If you link with the system provided FreeGLUT, non-ASCII input does NOT work.

Please use our FreeGLUT version.

That said, the text input does not support RTL and shaping yet, so the text will appear wrong, but you should at least be seeing something.
Comment 8 erfan_Ara 2020-09-22 14:31:29 UTC
(In reply to Tor Andersson from comment #7)
> Did you build with the modified FreeGLUT that we ship with the MuPDF source
> release?
> 
> If you link with the system provided FreeGLUT, non-ASCII input does NOT work.
> 
> Please use our FreeGLUT version.
> 
> That said, the text input does not support RTL and shaping yet, so the text
> will appear wrong, but you should at least be seeing something.

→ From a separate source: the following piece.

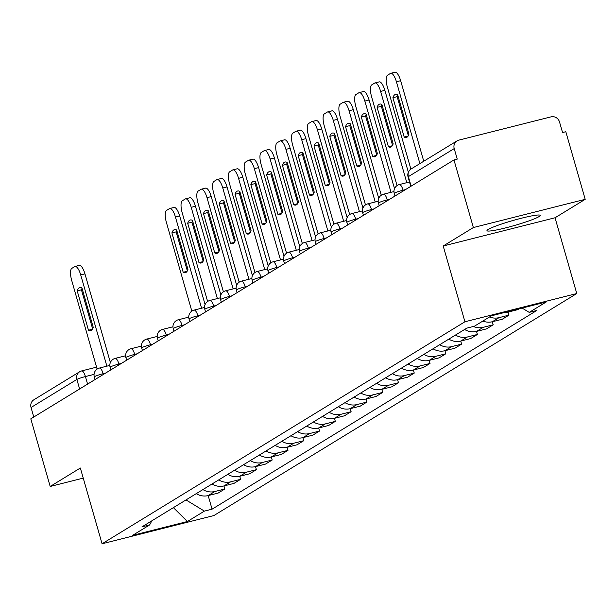 <?xml version="1.0" encoding="UTF-8"?>
<svg xmlns="http://www.w3.org/2000/svg" width="616" height="616" viewBox="0 0 616 616"><rect width="100%" height="100%" fill="white"/><g stroke="black" fill="none" stroke-linecap="round" stroke-linejoin="round"><path stroke-width="0.92" d="M488.165 229.452A27.689 2.603 164 0 0 486.979 230.669A27.689 2.603 164 0 0 509.963 226.75A27.689 2.603 164 0 0 539.031 216.609A27.689 2.603 164 0 0 540.217 215.4A27.689 2.603 164 0 0 517.232 219.319A27.689 2.603 164 0 0 488.165 229.452M585.2 199.322L473.365 227.55L453.977 159.937L30.8 418.849L50.189 486.463L80.342 468.014L102.071 543.782L213.906 515.546L576.769 293.539L555.047 217.771L585.2 199.322L565.811 131.709L562.554 132.532L559.528 121.999A7.099 6.691 58.5 0 0 551.058 116.847L458.789 140.14A7.099 6.691 58.5 0 0 457.026 140.879A7.099 6.691 58.5 0 0 454.215 148.587L408.377 176.63A7.099 0.67 164 0 0 408.069 176.938L410.772 186.371M473.365 227.55L443.204 246L464.934 321.768L102.071 543.782M453.977 159.937L457.234 159.113L454.215 148.587M50.189 486.463L83.237 478.116M33.772 417.032L31.039 407.492A7.099 6.691 -121.5 0 1 33.857 399.792L79.695 371.748A7.099 6.691 58.5 0 0 76.877 379.448L31.039 407.492M196.25 493.655A16.332 15.392 58.5 0 0 208.208 495.58L218.149 493.07L224.825 488.988L214.884 491.499A16.332 15.392 -121.5 0 1 202.926 489.574M223.955 485.932L224.825 488.988M212.035 483.999A16.332 15.392 58.5 0 0 223.993 485.924L233.934 483.414L240.61 479.325L230.669 481.835A16.332 15.392 -121.5 0 1 218.711 479.91M239.74 476.276L240.61 479.325M227.82 474.343A16.332 15.392 58.5 0 0 239.778 476.268L249.719 473.758L256.402 469.669L246.454 472.179A16.332 15.392 -121.5 0 1 234.496 470.254M255.525 466.62L256.402 469.669M243.605 464.687A16.332 15.392 58.5 0 0 255.563 466.605L265.504 464.094L272.187 460.013L262.239 462.524A16.332 15.392 -121.5 0 1 250.281 460.599M271.31 456.957L272.187 460.013M259.39 455.024A16.332 15.392 58.5 0 0 271.348 456.949L281.289 454.439L287.972 450.358L278.024 452.868A16.332 15.392 -121.5 0 1 266.066 450.943M287.095 447.301L287.972 450.358M275.175 445.368A16.332 15.392 58.5 0 0 287.133 447.293L297.074 444.783L303.757 440.694L293.809 443.204A16.332 15.392 -121.5 0 1 281.851 441.279M302.88 437.645L303.757 440.694M290.96 435.712A16.332 15.392 58.5 0 0 302.918 437.637L312.859 435.127L319.542 431.038L309.594 433.548A16.332 15.392 -121.5 0 1 297.636 431.623M318.665 427.989L319.542 431.038M306.745 426.049A16.332 15.392 58.5 0 0 318.703 427.974L328.651 425.463L335.327 421.382L325.379 423.893A16.332 15.392 -121.5 0 1 313.421 421.968M334.45 418.326L335.327 421.382M322.53 416.393A16.332 15.392 58.5 0 0 334.488 418.318L344.436 415.808L351.112 411.719L341.164 414.229A16.332 15.392 -121.5 0 1 329.206 412.304M350.235 408.67L351.112 411.719M338.315 406.737A16.332 15.392 58.5 0 0 350.273 408.662L360.221 406.152L366.897 402.063L356.949 404.573A16.332 15.392 -121.5 0 1 344.999 402.648M366.02 399.014L366.897 402.063M354.1 397.081A16.332 15.392 58.5 0 0 366.058 398.999L376.006 396.488L382.682 392.407L372.742 394.918A16.332 15.392 -121.5 0 1 360.784 392.993M381.805 389.351L382.682 392.407M369.885 387.418A16.332 15.392 58.5 0 0 381.843 389.343L391.791 386.833L398.467 382.744L388.527 385.254A16.332 15.392 -121.5 0 1 376.569 383.337M397.59 379.695L398.467 382.744M385.67 377.762A16.332 15.392 58.5 0 0 397.628 379.687L407.576 377.177L414.252 373.088L404.312 375.598A16.332 15.392 -121.5 0 1 392.353 373.673M413.382 370.039L414.252 373.088M401.455 368.106A16.332 15.392 58.5 0 0 413.413 370.031L423.361 367.521L430.037 363.432L420.097 365.942A16.332 15.392 -121.5 0 1 408.138 364.017M429.167 360.375L430.037 363.432M417.248 358.443A16.332 15.392 58.5 0 0 429.198 360.368L439.146 357.858L445.822 353.776L435.882 356.287A16.332 15.392 -121.5 0 1 423.923 354.362M444.952 350.72L445.822 353.776M433.033 348.787A16.332 15.392 58.5 0 0 444.991 350.712L454.931 348.202L461.607 344.113L451.667 346.623A16.332 15.392 -121.5 0 1 439.708 344.698M460.737 341.064L461.607 344.113M448.818 339.131A16.332 15.392 58.5 0 0 460.776 341.056L470.716 338.546L477.4 334.457L467.452 336.967A16.332 15.392 -121.5 0 1 455.493 335.042M476.522 331.408L477.4 334.457M464.603 329.468A16.332 15.392 58.5 0 0 476.561 331.393L486.501 328.882L493.185 324.801L483.237 327.312A16.332 15.392 -121.5 0 1 473.381 326.472M492.307 321.745L493.185 324.801M482.859 321.051A16.332 15.392 58.5 0 0 492.346 321.737L502.286 319.227L508.97 315.138L499.022 317.648A16.332 15.392 -121.5 0 1 489.535 316.971M508.092 312.089L508.97 315.138M504.404 312.535A16.332 15.392 58.5 0 0 508.131 312.081L518.071 309.571L519.434 308.739M186.001 499.923L204.397 511.111L187.403 521.513L132.625 535.342L149.619 524.94L151.852 520.82M204.397 511.111L212.066 509.178L536.883 310.441L529.221 312.381L546.215 301.979L491.437 315.808L474.443 326.203L466.774 328.143L141.957 526.873L149.619 524.94M576.769 293.539L464.934 321.768M555.047 217.771L443.204 246M208.17 495.595L212.066 509.178M529.221 312.381L522.114 308.062M187.403 521.513L173.396 507.638M92.623 328.829L81.435 289.813A22.191 7.115 75.8 0 1 82.051 288.311M78.987 265.519A10.649 3.411 75.8 0 1 79.302 265.38A10.649 3.411 75.8 0 1 84.946 273.851L110.372 362.524M77.2 290.883L88.481 330.238A22.191 7.115 75.8 0 0 90.644 330.615A22.191 7.115 75.8 0 0 93.239 327.327L81.951 287.972A22.191 7.115 75.8 0 0 79.787 287.587A22.191 7.115 75.8 0 0 77.2 290.883L81.435 289.813M106.876 366.166L80.711 274.921A10.649 3.411 -104.2 0 0 75.067 266.451A10.649 3.411 -104.2 0 0 74.752 266.582L71.818 268.384A10.649 3.411 -104.2 0 0 71.702 280.434L97.12 369.076M88.481 330.238L92.377 329.252M187.341 270.886L176.153 231.862A22.191 7.115 75.8 0 1 176.761 230.361M173.704 207.569A10.649 3.411 75.8 0 1 174.02 207.43A10.649 3.411 75.8 0 1 179.664 215.9L205.09 304.581M171.91 232.933L183.198 272.287A22.191 7.115 75.8 0 0 185.362 272.672A22.191 7.115 75.8 0 0 187.949 269.377L176.669 230.022A22.191 7.115 75.8 0 0 174.497 229.645A22.191 7.115 75.8 0 0 171.91 232.933L176.153 231.862M201.586 308.216L175.421 216.971A10.649 3.411 -104.2 0 0 169.777 208.501A10.649 3.411 -104.2 0 0 169.462 208.639L166.528 210.433A10.649 3.411 -104.2 0 0 166.412 222.484L191.838 311.134M183.198 272.287L187.087 271.302M203.126 261.223L191.938 222.207A22.191 7.115 75.8 0 1 192.546 220.697M189.489 197.905A10.649 3.411 75.8 0 1 189.805 197.775A10.649 3.411 75.8 0 1 195.449 206.245L220.875 294.918M187.695 223.277L198.983 262.632A22.191 7.115 75.8 0 0 201.147 263.009A22.191 7.115 75.8 0 0 203.734 259.721L192.454 220.366A22.191 7.115 75.8 0 0 190.282 219.981A22.191 7.115 75.8 0 0 187.695 223.277L191.938 222.207M217.371 298.56L191.206 207.315A10.649 3.411 -104.2 0 0 185.562 198.845A10.649 3.411 -104.2 0 0 185.247 198.976L182.313 200.778A10.649 3.411 -104.2 0 0 182.205 212.828L207.623 301.47M198.983 262.632L202.872 261.646M218.911 251.567L207.723 212.551A22.191 7.115 75.8 0 1 208.331 211.042M205.274 188.25A10.649 3.411 75.8 0 1 205.59 188.119A10.649 3.411 75.8 0 1 211.234 196.589L236.66 285.262M203.48 213.621L214.768 252.968A22.191 7.115 75.8 0 0 216.932 253.353A22.191 7.115 75.8 0 0 219.519 250.065L208.239 210.71A22.191 7.115 75.8 0 0 206.067 210.325A22.191 7.115 75.8 0 0 203.48 213.621L207.723 212.551M233.156 288.904L206.991 197.659A10.649 3.411 -104.2 0 0 201.347 189.189A10.649 3.411 -104.2 0 0 201.032 189.32L198.098 191.114A10.649 3.411 -104.2 0 0 197.99 203.165L223.408 291.815M214.768 252.968L218.657 251.99M234.696 241.911L223.508 202.887A22.191 7.115 75.8 0 1 224.116 201.386M221.059 178.594A10.649 3.411 75.8 0 1 221.375 178.463A10.649 3.411 75.8 0 1 227.019 186.925L252.445 275.606M219.265 203.958L230.553 243.312A22.191 7.115 75.8 0 0 232.717 243.697A22.191 7.115 75.8 0 0 235.304 240.402L224.024 201.047A22.191 7.115 75.8 0 0 221.86 200.67A22.191 7.115 75.8 0 0 219.265 203.958L223.508 202.887M248.941 279.248L222.776 187.996A10.649 3.411 -104.2 0 0 217.132 179.526A10.649 3.411 -104.2 0 0 216.817 179.664L213.883 181.458A10.649 3.411 -104.2 0 0 213.775 193.509L239.193 282.159M230.553 243.312L234.442 242.334M250.481 232.247L239.293 193.231A22.191 7.115 75.8 0 1 239.901 191.73M236.844 168.938A10.649 3.411 75.8 0 1 237.16 168.799A10.649 3.411 75.8 0 1 242.804 177.269L268.23 265.95M235.05 194.302L246.338 233.656A22.191 7.115 75.8 0 0 248.502 234.041A22.191 7.115 75.8 0 0 251.089 230.746L239.809 191.391A22.191 7.115 75.8 0 0 237.645 191.006A22.191 7.115 75.8 0 0 235.05 194.302L239.293 193.231M264.726 269.585L238.561 178.34A10.649 3.411 -104.2 0 0 232.925 169.87A10.649 3.411 -104.2 0 0 232.602 170.008L229.668 171.802A10.649 3.411 -104.2 0 0 229.56 183.853L254.978 272.503M246.338 233.656L250.227 232.671M266.266 222.592L255.078 183.576A22.191 7.115 75.8 0 1 255.686 182.066M252.629 159.274A10.649 3.411 75.8 0 1 252.945 159.144A10.649 3.411 75.8 0 1 258.589 167.614L284.014 256.287M250.835 184.646L262.123 224.001A22.191 7.115 75.8 0 0 264.287 224.378A22.191 7.115 75.8 0 0 266.882 221.09L255.594 181.735A22.191 7.115 75.8 0 0 253.43 181.35A22.191 7.115 75.8 0 0 250.835 184.646L255.078 183.576M280.511 259.929L254.346 168.684A10.649 3.411 -104.2 0 0 248.71 160.214A10.649 3.411 -104.2 0 0 248.394 160.345L245.453 162.139A10.649 3.411 -104.2 0 0 245.345 174.189L270.763 262.84M262.123 224.001L266.012 223.015M282.051 212.936L270.863 173.912A22.191 7.115 75.8 0 1 271.479 172.411M268.414 149.619A10.649 3.411 75.8 0 1 268.73 149.488A10.649 3.411 75.8 0 1 274.374 157.958L299.8 246.631M266.62 174.983L277.908 214.337A22.191 7.115 75.8 0 0 280.072 214.722A22.191 7.115 75.8 0 0 282.667 211.427L271.379 172.08A22.191 7.115 75.8 0 0 269.215 171.695A22.191 7.115 75.8 0 0 266.62 174.983L270.863 173.912M296.296 250.273L270.131 159.028A10.649 3.411 -104.2 0 0 264.495 150.558A10.649 3.411 -104.2 0 0 264.179 150.689L261.246 152.483A10.649 3.411 -104.2 0 0 261.13 164.534L286.548 253.184M277.908 214.337L281.797 213.359M297.836 203.28L286.648 164.256A22.191 7.115 75.8 0 1 287.264 162.755M284.199 139.963A10.649 3.411 75.8 0 1 284.515 139.824A10.649 3.411 75.8 0 1 290.159 148.294L315.585 236.975M282.413 165.327L293.693 204.681A22.191 7.115 75.8 0 0 295.857 205.066A22.191 7.115 75.8 0 0 298.452 201.771L287.164 162.416A22.191 7.115 75.8 0 0 285 162.039A22.191 7.115 75.8 0 0 282.413 165.327L286.648 164.256M312.081 240.61L285.924 149.365A10.649 3.411 -104.2 0 0 280.28 140.895A10.649 3.411 -104.2 0 0 279.964 141.033L277.031 142.827A10.649 3.411 -104.2 0 0 276.915 154.878L302.333 243.528M293.693 204.681L297.582 203.696M313.621 193.617L302.433 154.601A22.191 7.115 75.8 0 1 303.049 153.091M299.984 130.299A10.649 3.411 75.8 0 1 300.3 130.169A10.649 3.411 75.8 0 1 305.944 138.639L331.37 227.312M298.198 155.671L309.478 195.026A22.191 7.115 75.8 0 0 311.642 195.403A22.191 7.115 75.8 0 0 314.237 192.115L302.949 152.76A22.191 7.115 75.8 0 0 300.785 152.375A22.191 7.115 75.8 0 0 298.198 155.671L302.433 154.601M327.874 230.954L301.709 139.709A10.649 3.411 -104.2 0 0 296.065 131.239A10.649 3.411 -104.2 0 0 295.749 131.37L292.816 133.171A10.649 3.411 -104.2 0 0 292.7 145.222L318.118 233.864M309.478 195.026L313.375 194.04M329.406 183.961L318.218 144.945A22.191 7.115 75.8 0 1 318.834 143.436M315.769 120.644A10.649 3.411 75.8 0 1 316.085 120.513A10.649 3.411 75.8 0 1 321.729 128.983L347.155 217.656M313.983 146.015L325.263 185.362A22.191 7.115 75.8 0 0 327.435 185.747A22.191 7.115 75.8 0 0 330.022 182.459L318.734 143.105A22.191 7.115 75.8 0 0 316.57 142.72A22.191 7.115 75.8 0 0 313.983 146.015L318.218 144.945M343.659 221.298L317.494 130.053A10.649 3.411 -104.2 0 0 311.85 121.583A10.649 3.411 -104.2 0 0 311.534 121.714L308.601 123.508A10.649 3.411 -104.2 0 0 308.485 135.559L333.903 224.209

Thank you for your fast response .So maybe i should report this to the Arch PKGBUILD maintainer of this package ,because they don't use your libs for the builds.
Comment 9 Philipp Rösner 2022-01-03 23:43:53 UTC
Hello, 
I built mupdf-x11 with the bundled third party libraries and still can't search for non-ASCII text via the '/' shortcut in mupdf-x11.
Is it correct then, that searching for non-ASCII text is currently only possible in mupdf-gl?
Comment 10 Tor Andersson 2022-03-08 16:23:31 UTC
Correct. Non-ASCII search only works in mupdf-gl, and then only if you build with our provided FreeGLUT fork.